Turning the Page: Farewell to The BeeKeepers, and a New Beginning by Sylvie Abate
- Sylvie

- May 30, 2019
- 2 min read
Updated: May 26, 2025

The folk group I was part of for almost three years — The BeeKeepers — has come to an end.
And with it, a chapter closes.
I will miss making music with Phred and Mandy, two of the finest musicians and singers I have ever had the privilege to work alongside. Some of my sweetest memories were born on stages, in recording studios, and in the cozy warmth of rehearsals at Phred’s house in New London. Every week, we would gather — guitars in hand, laughter in the air — and weave songs from the threads of friendship and creativity.
I’ll never forget our songwriting retreat, or the way Phred’s front yard garden bloomed like a secret world, full of color and quiet magic. Man, I will miss those two women.
Endings are always bittersweet. There is sadness in saying goodbye to a band I loved —to the music we made, to the laughter that filled our late-night rehearsals, to the harmonies that somehow felt like home.
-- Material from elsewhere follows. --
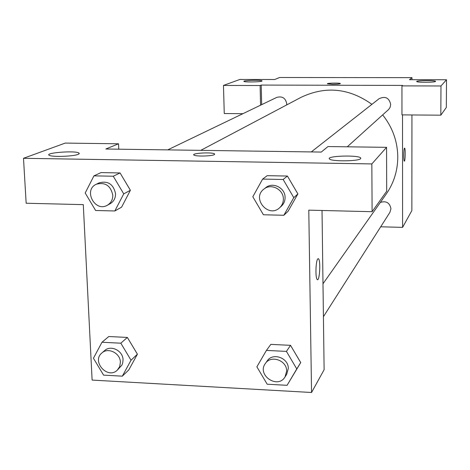 <?xml version="1.0" encoding="UTF-8"?>
<svg xmlns="http://www.w3.org/2000/svg" width="470" height="470" viewBox="0 0 470 470"><rect width="100%" height="100%" fill="white"/><g stroke="black" fill="none" stroke-linecap="round" stroke-linejoin="round"><path stroke-width="0.7" d="M242.925 113.681L224.261 113.54L223.473 85.428L239.864 79.454L274.744 79.501L279.609 77.503L411.978 77.65L411.978 79.706M411.943 114.962L411.861 210.566L402.59 227.38L380.706 226.787M261.837 81.14L262.054 80.887C261.543 79.847 242.526 80.364 243.912 81.386C244.247 82.273 260.022 82.056 261.837 81.14M260.562 105.192L260.122 85.517L223.473 85.428M261.655 104.669L261.22 85.07L260.122 85.517M404.476 148.203L404.623 148.144C405.569 148.291 405.252 161.892 404.318 161.116C403.466 161.04 403.607 148.961 404.476 148.203M402.526 114.886L402.59 227.38M440.825 115.179L440.978 85.975L401.944 85.881L401.962 114.886L440.825 115.179L446.33 107.448L446.5 79.753L409.476 79.7L411.978 77.65M435.543 81.445L435.578 81.345C435.625 80.229 415.85 80.435 416.708 81.533C416.59 82.579 435.032 82.491 435.543 81.445M446.5 79.753L440.978 85.975M401.944 85.881L402.508 85.417L261.22 85.07M332.748 84.277L327.396 83.795C326.574 83.037 340.151 82.767 340.351 83.542C339.98 83.983 337.448 84.224 332.748 84.277M340.362 83.578L340.351 83.548C340.174 82.796 327.091 83.014 327.384 83.76M286.7 104.922L286.759 103.846C285.613 98.071 282.282 95.921 276.765 97.396L167.678 149.889M347.248 146.816L388.661 109.469L390.094 107.36L390.705 104.446C389.119 97.789 385.241 95.88 379.079 98.718L311.281 151.928M323.419 316.686L389.9 212.364L390.952 208.715C389.712 202.717 386.17 200.62 380.324 202.435M322.99 283.762L386.134 194.198C393.789 183.171 397.673 170.804 397.779 157.103C397.585 141.429 392.544 127.358 382.656 114.897M371.917 104.334C349.116 88.078 325.463 85.757 300.953 97.384L200.766 150.359M321.263 152.069L105.844 149.008L118.528 143.791L65.248 143.086L23.5 158.296L371.846 163.924L386.563 147.333L327.978 146.558L321.263 152.069M322.026 210.478L324.118 369.708L311.551 392.497L92.108 380.083L83.296 204.638L26.156 203.24L23.5 158.296M214.332 154.607C212.023 156.21 195.638 156.592 193.981 155.082C190.738 153.202 212.364 151.945 214.514 153.878L214.332 154.607M78.22 154.33C73.678 156.416 52.423 157.192 49.397 155.37C43.598 152.909 74.677 150.394 78.843 152.95L79.289 153.614L78.22 154.33M360.643 158.637C358.892 161.357 330.962 161.615 329.447 158.93C325.986 155.829 358.98 154.836 360.713 157.985L360.643 158.637M214.714 154.172L214.514 153.884C212.651 152.133 193.217 152.962 193.752 154.777M386.563 147.333L386.693 191.208L372.099 211.706L308.784 210.155L311.551 392.497M372.099 211.706L371.846 163.924M118.763 149.19L118.528 143.791M93.935 175.856L113.258 176.226L123.733 193.863L114.833 210.971L95.61 210.484L85.188 193L93.935 175.856L101.032 172.59L120.073 172.948L130.401 190.291M101.984 342.26L120.831 343.194L131.036 360.22L122.329 376.164L103.576 375.125L93.43 358.24L101.984 342.26L108.776 336.526L127.358 337.431L137.416 354.186M266.425 350.409L286.43 351.396L296.782 368.932L287.076 385.318L267.177 384.213L256.884 366.835L266.425 350.409L270.826 344.381L290.531 345.332L300.735 362.582M262.613 179.088L283.151 179.481L293.785 197.659L283.833 215.278L263.406 214.761L252.825 196.748L262.613 179.088L267.195 175.674L287.411 176.044L297.898 193.922M317.738 258.947L318.537 258.817C320.922 260.768 319.488 282.493 317.162 279.45C315.252 277.917 315.728 260.962 317.738 258.947M317.509 279.644C319.753 280.208 320.71 260.515 318.531 258.817L318.208 258.647M285.008 376.969L286.682 374.349L288.304 368.486C288.627 357.846 272.688 352.2 267.166 360.954L265.374 363.486C256.555 374.984 277.653 389.501 285.008 376.969L286.641 371.071C286.964 360.367 270.932 354.68 265.374 363.486M270.826 344.381L290.531 345.332L300.712 362.593L287.076 385.318M286.43 351.396L290.531 345.332M296.782 368.932L300.712 362.593M117.336 370.096L121.836 365.208L122.729 362.922L123.046 359.797C123.034 350.755 110.826 344.651 104.651 350.573L101.896 352.964C91.251 361.501 107.753 379.813 117.336 370.096L119.703 366.582L120.396 362.253C120.379 353.158 108.1 347.013 101.896 352.964M108.776 336.526L127.358 337.431L137.399 354.198L128.798 369.925L122.329 376.164M120.831 343.194L127.358 337.431M131.036 360.22L137.399 354.198M279.603 207.787L281.354 206.207C283.839 203.88 285.079 200.966 285.084 197.465C285.313 187.906 272.794 181.584 265.744 187.665L263.893 189.116C251.362 198.264 268.452 218.562 279.603 207.787C282.1 205.443 283.351 202.511 283.351 198.986C283.586 189.369 270.984 183 263.893 189.116M267.195 175.674L287.411 176.044L297.874 193.934L288.063 211.283L283.833 215.278M283.151 179.481L287.411 176.044M293.785 197.659L297.874 193.934M107.301 205.261L110.098 203.745C113.763 201.565 115.579 198.211 115.544 193.681C113.44 184.187 107.977 180.58 99.158 182.859L96.291 184.234C83.073 190.009 94.922 212.581 107.301 205.261C110.99 203.064 112.818 199.691 112.777 195.132C110.656 185.579 105.163 181.949 96.291 184.234M101.032 172.59L120.073 172.948L130.378 190.303L121.589 207.164L114.833 210.971M113.258 176.226L120.073 172.948M123.733 193.863L130.378 190.303M78.843 152.95L78.895 153.996M360.713 157.985L360.719 158.554"/></g></svg>

But woven through the sadness is something else: Excitement. Gratitude. Hope for the music journey that lies ahead.
I am thankful beyond words for the time we shared. For the songs we wrote, the stages we played, the countless hours of creating — and the friendship that carried us through it all.
When The BeeKeepers played our final show, I knew deep down it would be my last live performance for a long while. Not because I stopped loving music — but because another longing had been quietly stirring inside me. A dream buried deep in my soul, waiting patiently for its time. The dream to write. To create art completely on my own terms.
There is a strange, fierce freedom in stepping into the unknown. I know it won’t be easy. I’ll have to wear many hats — songwriter, arranger, producer, director of the sound I hear in my head. I'll hire studio musicians and vocalists. I’ll build these songs from the ground up. It feels daunting. But it also feels electric. Like standing at the edge of something wide and wild, knowing the road ahead, though hard, is mine to walk.
Three days after writing this...
A new song idea begins to flicker. The words arrive like an old friend — not forced, but flowing. In less than an hour, the lyrics are there, whole and alive.
I pick up my guitar. It’s been a while. The strings feel familiar under my fingers. I tune them slowly, and then I play.
And just like that, the song pours out — easy, natural, inevitable.
It’s called “You Can’t Take My Voice Away.”
A song about resilience. A song about finding strength in the spaces where things once fell apart. A song about claiming the power to create, to speak, to sing — no matter what.
A new chapter has begun. And I’m ready.